Dassault Systèmes today announces that it will commence a cash tender offer for all of the issued and outstanding shares of common stock of Exa Corporation (“Exa”) for a price of $24.25 per share. The tender offer will be made pursuant to an Offer to Purchase, to be dated October 12, 2017, and in connection with the previously announced merger agreement, dated September 27, 2017, among certain Dassault Systèmes’ subsidiaries and Exa.
The tender offer will expire at 5:00 p.m., New York City time, on November 9, 2017, unless otherwise extended or terminated. Any extensions of the tender offer will be followed as promptly as practicable by public announcement thereof, and such announcement will be made no later than 9:00 a.m., New York City time, on the next business day after the previously scheduled expiration date.
Dassault Systèmes has filed a tender offer statement on Schedule TO with the United States Securities and Exchange Commission (the “SEC”). 3DS Acquisition 3 Corp., a US subsidiary of Dassault Systèmes, is the purchaser in the tender offer. The Offer to Purchase contained within the Schedule TO sets out the terms and conditions of the tender offer.
Exa has also filed a Solicitation/Recommendation Statement with the SEC, which includes, among other things, the recommendation of Exa’s board of directors that Exa stockholders tender their shares in the tender offer.
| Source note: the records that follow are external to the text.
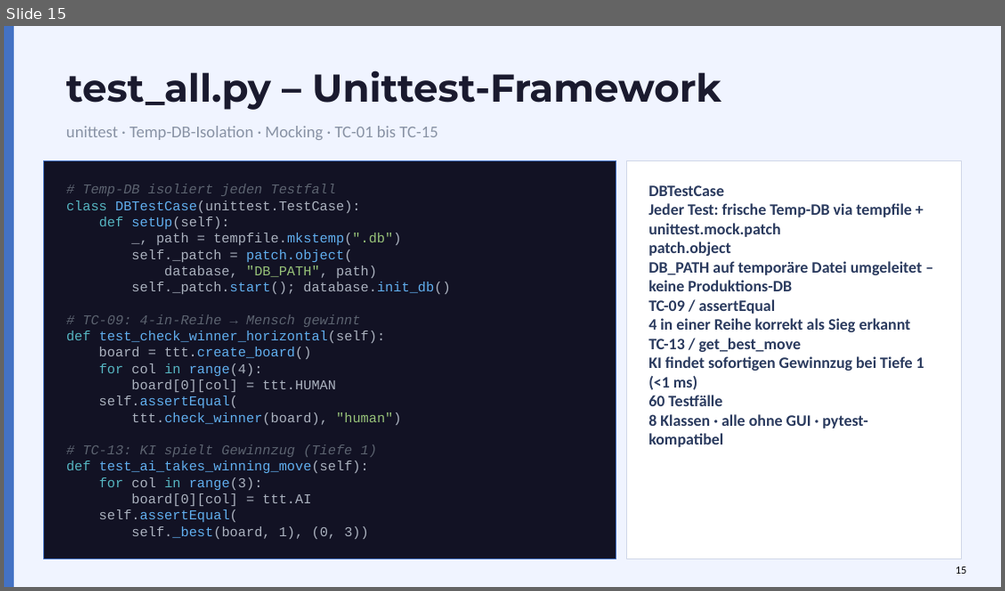
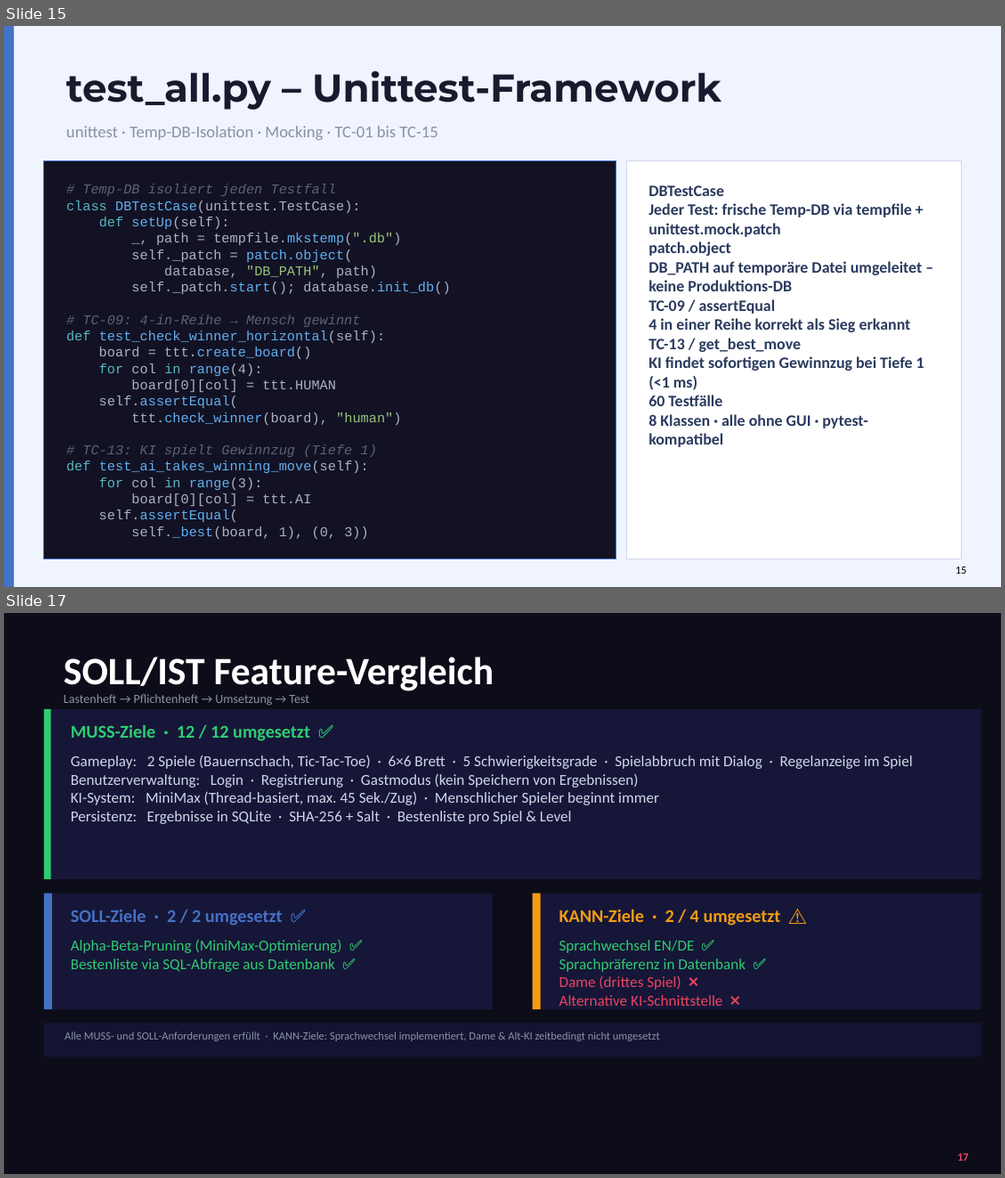
Before and after one commit to Tasterloster/Projekt_berufsschule, a slide deck: Präsentation/Präsentation_Projekt/HHBKTendo_Praesentation_1.pptx. Shown one above the other, each under a label of ours: slide 15 before the commit, slides 15 and 17 after it; the slides between them are not shown. The pictures are 1005x591 and 1005x1178 pixels, drawn with LibreOffice and Linux fonts; fonts in the diff are those of the drawing. Boxes give left, top, right and bottom in pixels: in the first picture for what was removed or moved away, otherwise in the second. Text is boxed around its words. In the diff, an @@ line names an element or a change of style, - is before the commit and + after.

```diff
--- a/Präsentation/Präsentation_Projekt/HHBKTendo_Praesentation_1.pptx
+++ b/Präsentation/Präsentation_Projekt/HHBKTendo_Praesentation_1.pptx
@@ slide 17 added at [4, 613, 1001, 1174], background #0D0D1A @@
@@ text added at [64, 657, 494, 691], 28 pt, text #FFFFFF, bold @@
+SOLL/IST Feature-Vergleich
@@ rectangle added at [44, 709, 981, 879], fill #161638 @@
@@ rectangle added at [44, 709, 51, 879], fill #2ECC71 @@
@@ text added at [64, 694, 309, 706], 9 pt, text #8A92A4 @@
+Lastenheft → Pflichtenheft → Umsetzung → Test
@@ text added at [71, 725, 310, 741], 13 pt, text #2ECC71, bold @@
+MUSS-Ziele · 12 / 12 umgesetzt ✅
@@ text added at [71, 755, 913, 824], 11 pt, text #D0D7E8 @@
+Gameplay: 2 Spiele (Bauernschach, Tic-Tac-Toe) · 6×6 Brett · 5 Schwierigkeitsgrade · Spielabbruch mit Dialog · Regelanzeige im Spiel
+Benutzerverwaltung: Login · Registrierung · Gastmodus (kein Speichern von Ergebnissen)
+KI-System: MiniMax (Thread-basiert, max. 45 Sek./Zug) · Menschlicher Spieler beginnt immer
+Persistenz: Ergebnisse in SQLite · SHA-256 + Salt · Bestenliste pro Spiel & Level
@@ rectangle added at [44, 893, 493, 1009], fill #161638 @@
@@ rectangle added at [44, 893, 52, 1009], fill #4472C4 @@
@@ rectangle added at [533, 893, 981, 1009], fill #161638 @@
@@ rectangle added at [533, 893, 541, 1009], fill #F39C12 @@
@@ text added at [71, 909, 283, 925], 13 pt, text #4472C4, bold @@
+SOLL-Ziele · 2 / 2 umgesetzt ✅
@@ text added at [559, 908, 781, 925], 13 pt, text #F39C12, bold @@
+KANN-Ziele · 2 / 4 umgesetzt ⚠
@@ text added at [71, 939, 342, 972], 11 pt, text #2ECC71 @@
+Alpha-Beta-Pruning (MiniMax-Optimierung) ✅
+Bestenliste via SQL-Abfrage aus Datenbank ✅
@@ text added at [559, 940, 745, 1005], 11 pt, text #E94560 @@
+Sprachwechsel EN/DE ✅
+Sprachpräferenz in Datenbank ✅
+Dame (drittes Spiel) ❌
+Alternative KI-Schnittstelle ❌
@@ rectangle added at [44, 1022, 981, 1056], fill #141432 @@
@@ text added at [65, 1031, 660, 1041], 8 pt, text #8A92A4 @@
+Alle MUSS- und SOLL-Anforderungen erfüllt · KANN-Ziele: Sprachwechsel implementiert, Dame & Alt-KI zeitbedingt nicht umgesetzt
@@ text added at [957, 1153, 969, 1160], 8 pt, text #E94560, bold @@
+17
```
Also in this commit, not shown: 1 slide changed, 5 other slides added.

As soon as practicable following the completion of the tender offer, Dassault Systèmes will acquire all remaining Exa shares through a merger at the tender offer price.
The tender offer and the merger are subject to customary closing conditions, including the tender by Exa stockholders of at least one share more than 50% of the outstanding and issued shares of Exa (calculated on a fully-diluted basis) and required regulatory approvals.